Zygote.gradient(f, [-1.0, -1.0])
# returns (nothing,)

In reality, for performance reasons, we give analytical gradients instead. For inadmissible parameter values, we just fill the gradient with ones (i.e. anything that does not fulfill Optim's convergence criteria on the gradient norm).

However, this fails for ProximalAlgorithms:

struct myproblem end

function ProximalCore.gradient!(grad, f::myproblem, x)

    Σ = [x[1] 0.0
         0.0 x[2]]

    if !isposdef(Σ)
        grad .= 1.0
        return Inf
        ∇Σ = [1.0 0.0
              0.0 0.0
              0.0 0.0
              0.0 1.0]
        grad' .= vec(inv(Σ) - inv(Σ)^2)'*∇Σ
        return logdet(Σ) + tr(inv(Σ))


ProximalAlgorithms.PANOC()(x0 = [2.0, 2.0], f = myproblem(), g = NormL1(0.0))

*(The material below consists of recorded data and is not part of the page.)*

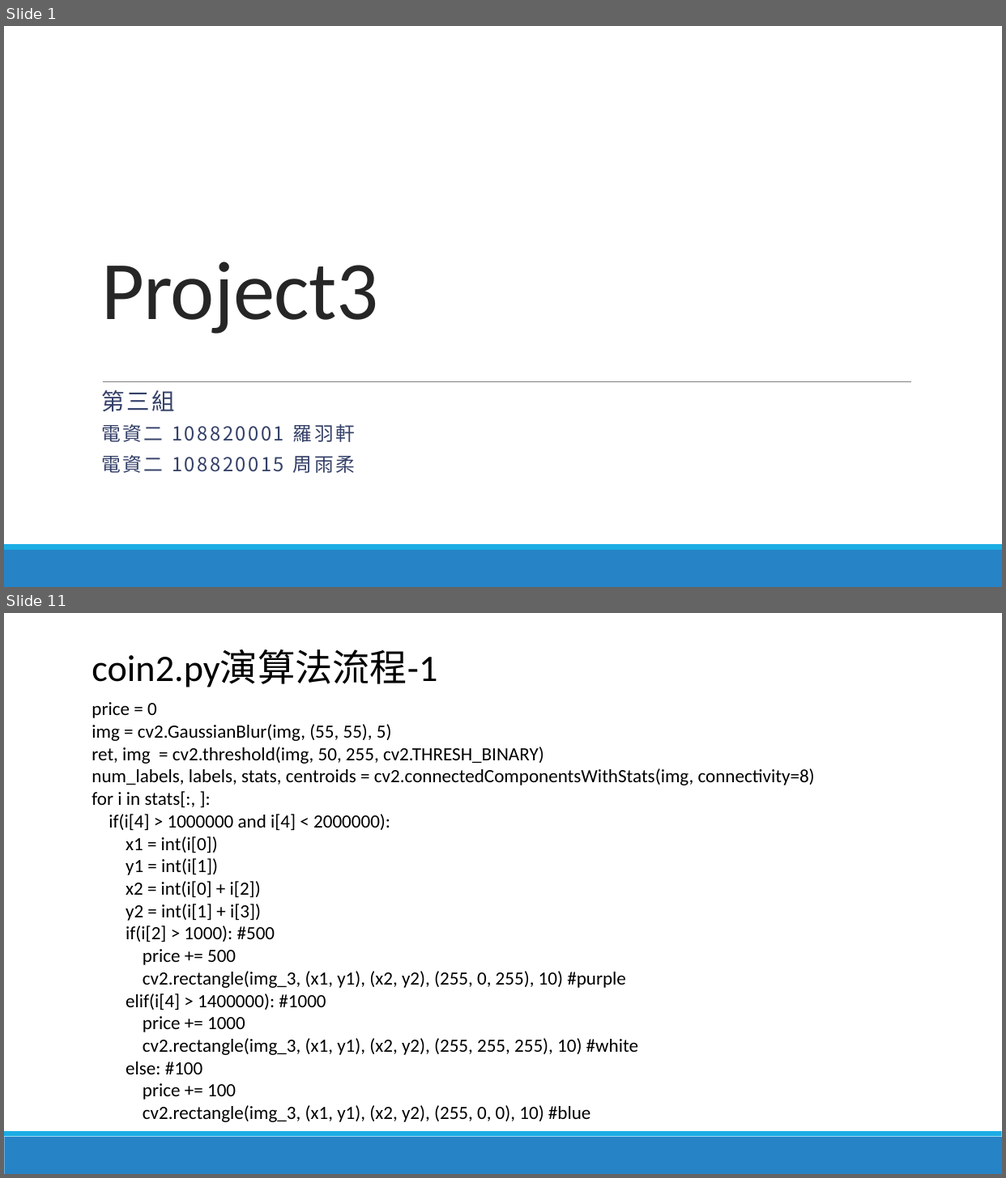
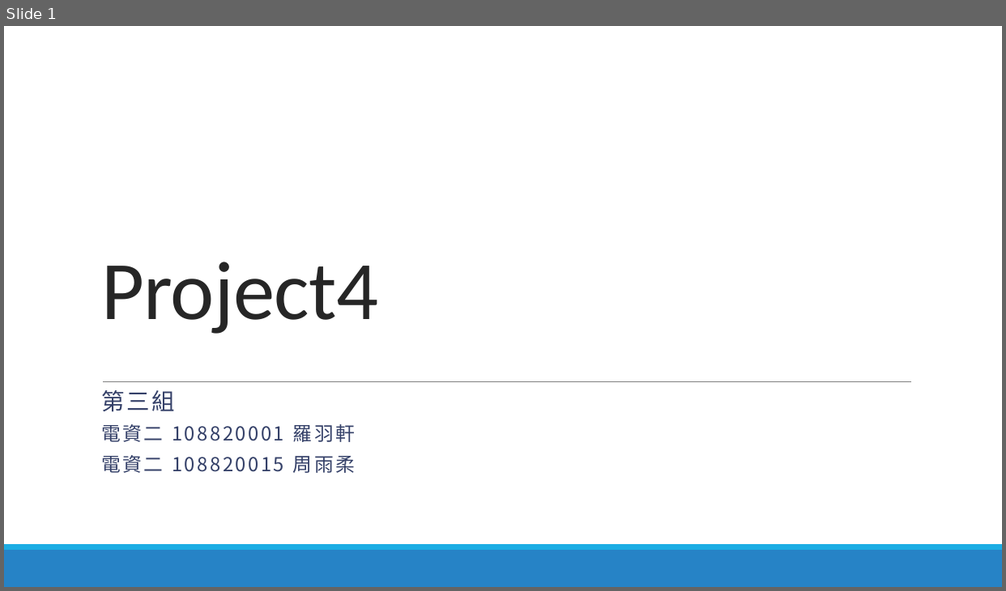
Before and after one commit to lohsuan/Multimedia-Tech, a slide deck: Project4_第三組_小組報告/Project4_第三組_小組報告.pptx. Shown one above the other, each under a label of ours: slides 1 and 11 before the commit, slide 1 after it; the slides between them are not shown. The pictures are 1006x1178 and 1006x591 pixels, drawn with LibreOffice and Linux fonts; fonts in the diff are those of the drawing. Boxes give left, top, right and bottom in pixels: in the first picture for what was removed or moved away, otherwise in the second. Text is boxed around its words. In the diff, an @@ line names an element or a change of style, - is before the commit and + after.

```diff
--- a/Project4_第三組_小組報告/Project4_第三組_小組報告.pptx
+++ b/Project4_第三組_小組報告/Project4_第三組_小組報告.pptx
@@ slide 11 removed at <box>4,613,1002,1174</box>, background #FFFFFF; not listed: 2 template elements that a slide beside it also shows @@
@@ text removed at <box>91,650,437,688</box> @@
-coin2.py演算法流程-1
@@ text removed at <box>91,702,815,1122</box> @@
-price = 0
-img = cv2.GaussianBlur(img, (55, 55), 5)
-ret, img = cv2.threshold(img, 50, 255, cv2.THRESH_BINARY)
-num_labels, labels, stats, centroids = cv2.connectedComponentsWithStats(img, connectivity=8)
-for i in stats[:, ]:
-if(i[4] > 1000000 and i[4] < 2000000):
-x1 = int(i[0])
-y1 = int(i[1])
-x2 = int(i[0] + i[2])
-y2 = int(i[1] + i[3])
-if(i[2] > 1000): #500
-price += 500
-cv2.rectangle(img_3, (x1, y1), (x2, y2), (255, 0, 255), 10) #purple
-elif(i[4] > 1400000): #1000
-price += 1000
-cv2.rectangle(img_3, (x1, y1), (x2, y2), (255, 255, 255), 10) #white
-else: #100
-price += 100
-cv2.rectangle(img_3, (x1, y1), (x2, y2), (255, 0, 0), 10) #blue
@@ slide 1 changed as well @@
@@ title at <box>101,262,378,334</box>: text changed @@
-Project3
+Project4
```
Also in this commit, not shown: 1 other slide changed, 3 slides added, 15 other slides removed, 8 other files.

# output: ([-6.39742852169722e17, -6.39742852169722e17], 11)

but it starts to work again if we return floatmax(...) instead of Inf:

function ProximalCore.gradient!(grad, f::myproblem, x)

    Σ = [x[1] 0.0
         0.0 x[2]]

    if !isposdef(Σ)
        grad .= 1.0
        return floatmax(eltype(x)) # <- only this line changed
        ∇Σ = [1.0 0.0
              0.0 0.0
              0.0 0.0
              0.0 1.0]
        grad' .= vec(inv(Σ) - inv(Σ)^2)'*∇Σ
        return logdet(Σ) + tr(inv(Σ))


ProximalAlgorithms.PANOC()(x0 = [2.0, 2.0], f = myproblem(), g = NormL1(0.0))
# output: ([0.9999999997915161, 0.9999999997915161], 7)

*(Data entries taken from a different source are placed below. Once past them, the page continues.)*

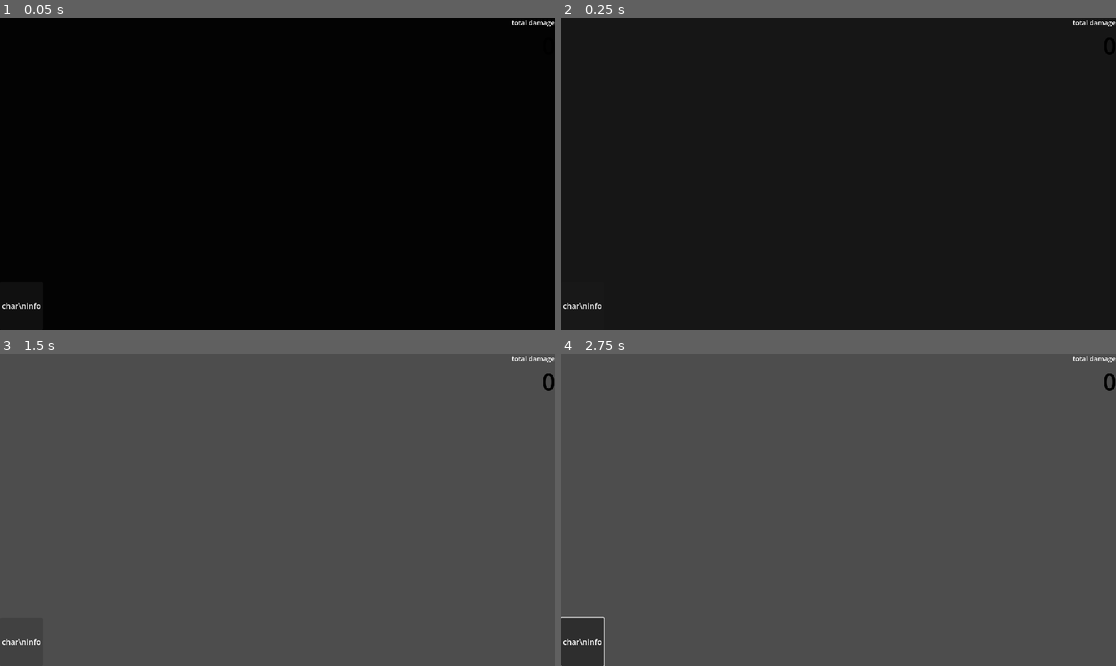
Above: before the commit, frames 1-4 (two rows, left to right).
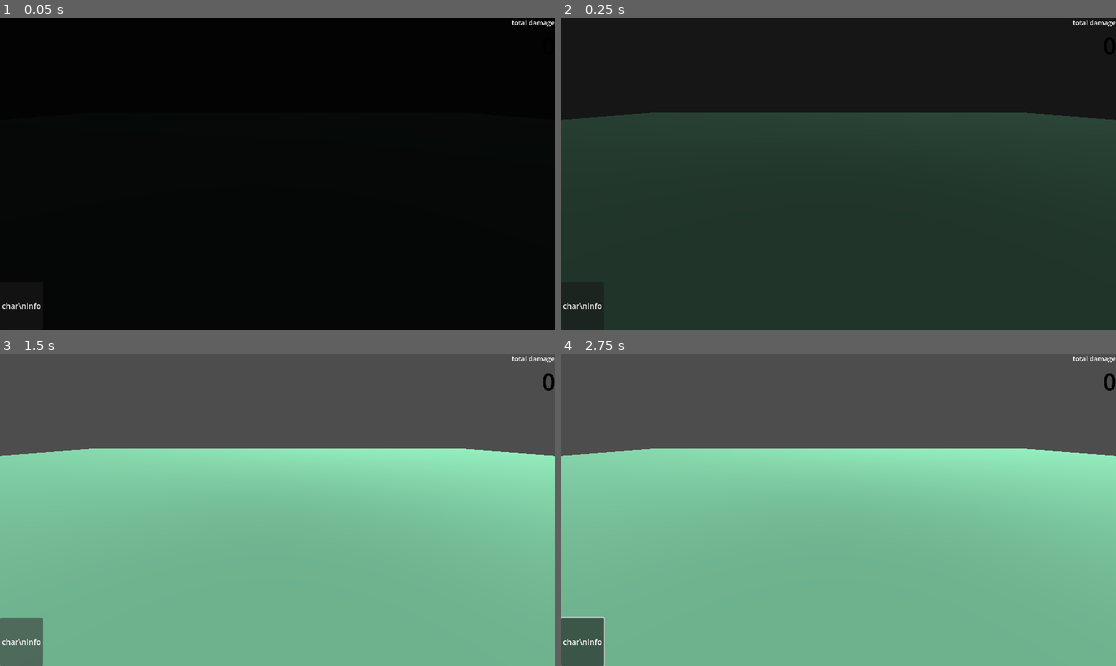
Above: after the commit, the same moments.

Repository: entomma/Mabiyasa
Game: Godot game, scene res://Scenes/Battle.tscn
The game is run twice, just before and just after one commit, with the same random seed, the same clock (stepped at 60 frames per second) and the same inputs. This scene is started directly instead of the project's main scene.
Inputs (mouse positions are in pixels of both pictures, inside the frame that each line leads up to):
- Up to frame 1 (0.05 s): no input
- Up to frame 2 (0.25 s): no input
- Up to frame 3 (1.5 s): move the mouse to (399, 494) at 0.52 s; hold Right (ui_right) 0.53-1.25 s; click (399, 494) at 0.67 s; click "char\ninfo" at 1.25 s
- Up to frame 4 (2.75 s): tap Enter at 2 s; move the mouse to (727, 525) at 2.02 s; hold Down (ui_down) from 2.03 s (still down)

The runs differ from the first frame. In frame 2, 68% of the frame differs, in the area x 0-100%, y 30-100%; in frame 3, 69%; in frame 4, 69%.
Error before the commit: Out of bounds get index '0' (on base: 'Array') (res://Scripts/Battle.gd:292)
Error after the commit: Out of bounds get index '0' (on base: 'Array') (res://Scripts/Battle.gd:297)

Commit message:
somehow working battle scene

Diff:
--- a/Scripts/Battle.gd
+++ b/Scripts/Battle.gd
@@ -74,6 +74,11 @@
 	draw_hand()
 	start_battle()
 
+	# FIX: Ensure camera is positioned correctly to see the battle
+	if camera:
+		camera.position = Vector3(0, 3, 8)
+		camera.look_at(Vector3(0, 0, 0), Vector3.UP)
+
 func setup_card_panel_background():
 	# Make card panel semi-transparent dark instead of pitch black
 	var style = StyleBoxFlat.new()
@@ -636,9 +641,11 @@
 		turn_order_ui.add_child(lbl)
 
 func setup_battle_sprites():
-	# Clear old sprites from Background
+	# FIX: Only remove character sprites, preserve the background mesh
 	for child in $Background.get_children():
-		child.queue_free()
+		# Only delete nodes that are character sprites, not the mesh
+		if child.name.begins_with("player_") or child.name.begins_with("enemy_") or child.name.begins_with("Placeholder_") or child.name.begins_with("Enemy_"):
+			child.queue_free()
 
 	# Spawn player characters
 	for i in range(GameManager.player_party.size()):
@@ -664,6 +671,9 @@
 	if instance.has_method("setup"):
 		instance.setup(data, side)
 
+	# FIX: Make characters bigger
+	instance.scale = Vector3(2.5, 2.5, 2.5)
+
 	if side == "player":
 		instance.position = Vector3(-4 + (index * 2.5), 0, 0)
 	else:
@@ -693,6 +703,10 @@
 	frames.add_frame("idle", tex)
 	sprite.sprite_frames = frames
 	sprite.animation = "idle"
+
+	# FIX: Make enemy bigger
+	sprite.scale = Vector3(3, 3, 1)
+
 	$Background.add_child(sprite)
 
 func create_placeholder(data: CharacterData, index: int, side: String):
@@ -728,4 +742,7 @@
 	else:
 		sprite.position = Vector3(4, 0, 0)
 
+	# FIX: Make placeholder bigger
+	sprite.scale = Vector3(3, 3, 1)
+
 	$Background.add_child(sprite)

Sorry for the long post, but I could not find an easier MWE that reproduces the problem.

lostella commented 2 years ago

Not at all, thanks for the detailed report! Leaving aside the AD issues, PANOC does a line-search internally, which I think may severely break in case the function evaluates to Inf; there’s a pretty strong requirement on f being real-valued (and actually smooth) to guarantee convergence.

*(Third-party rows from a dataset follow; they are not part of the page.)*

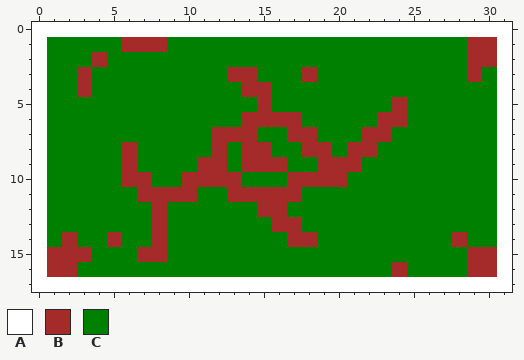
Pixel-art sprite: GlobalGameJam2014/GlobalGameJam2014Content/Levels/level16g.png. The picture above was drawn from the file before the commit.
The file is 32x18 pixels.
Palette (. is transparent): A #ffffff  B #a52a2a  C #008000
Pixels before, first column x 0:
 0 AAAAAAAAAAAAAAAAAAAAAAAAAAAAAAAA
 1 ACCCCCBBBCCCCCCCCCCCCCCCCCCCCBBA
 2 ACCCBCCCCCCCCCCCCCCCCCCCCCCCCBBA
 3 ACCBCCCCCCCCCBBCCCBCCCCCCCCCCBCA
 4 ACCBCCCCCCCCCCBBCCCCCCCCCCCCCCCA
 5 ACCCCCCCCCCCCCCBCCCCCCCCBCCCCCCA
 6 ACCCCCCCCCCCCCBBBBCCCCCBBCCCCCCA
 7 ACCCCCCCCCCCBBBCCBBCCCBBCCCCCCCA
 8 ACCCCCBCCCCCBCBBCCBBCBBCCCCCCCCA
 9 ACCCCCBCCCCBBCBBBCCBBBCCCCCCCCCA
10 ACCCCCBBCCBBBBCCCBBBBCCCCCCCCCCA
11 ACCCCCCBBBBCCBBBBBCCCCCCCCCCCCCA
12 ACCCCCCCBCCCCCCBBCCCCCCCCCCCCCCA
13 ACCCCCCCBCCCCCCCBBCCCCCCCCCCCCCA
14 ACBCCBCCBCCCCCCCCBBCCCCCCCCCBCCA
15 ABBBCCCBBCCCCCCCCCCCCCCCCCCCCBBA
16 ABBCCCCCCCCCCCCCCCCCCCCCBCCCCBBA
17 AAAAAAAAAAAAAAAAAAAAAAAAAAAAAAAA
And afterwards:
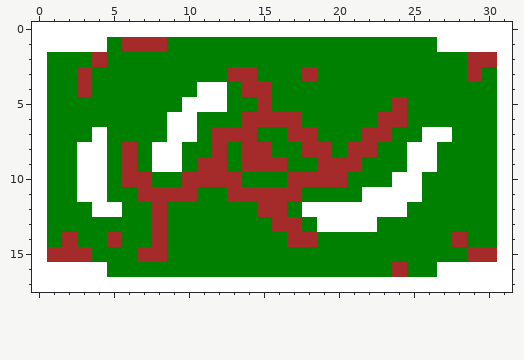
From old to new:
y 1: x 1..4 CCCC -> AAAA; x 27..30 CCBB -> AAAA
y 4: x 11..12 CC -> AA
y 5: x 10..12 CCC -> AAA
y 6: x 9..10 CC -> AA
y 7: x 4 C -> A; x 9..10 CC -> AA; x 26..27 CC -> AA
y 8..9: x 3..4 CC -> AA; x 8..9 CC -> AA; x 25..26 CC -> AA
y 10: x 3..4 CC -> AA; x 24..25 CC -> AA
y 11: x 3..4 CC -> AA; x 22..25 CCCC -> AAAA
y 12: x 4..5 CC -> AA; x 18..24 CCCCCCC -> AAAAAAA
y 13: x 19..22 CCCC -> AAAA
y 16: x 1..4 BBCC -> AAAA; x 27..30 CCBB -> AAAA
Where, in picture pixels (left, top, right, bottom), the same in both pictures:
changed: (47, 37, 107, 52)
changed: (437, 37, 497, 52)
changed: (47, 82, 227, 277)
changed: (302, 127, 497, 277)

The PANOCplus variant may work better in case f is simply differentiable (but then again, the trick being used here really make it non-differentiable). Otherwise ForwardBackward is free from line-searches, in case you manually provide a step-size, but then this should be small enough compared to the Lipschitz constant of the gradient of f.

To summarize, I’m not surprised if things break in your case 🙂 and now I’m curious how Optim deals with it.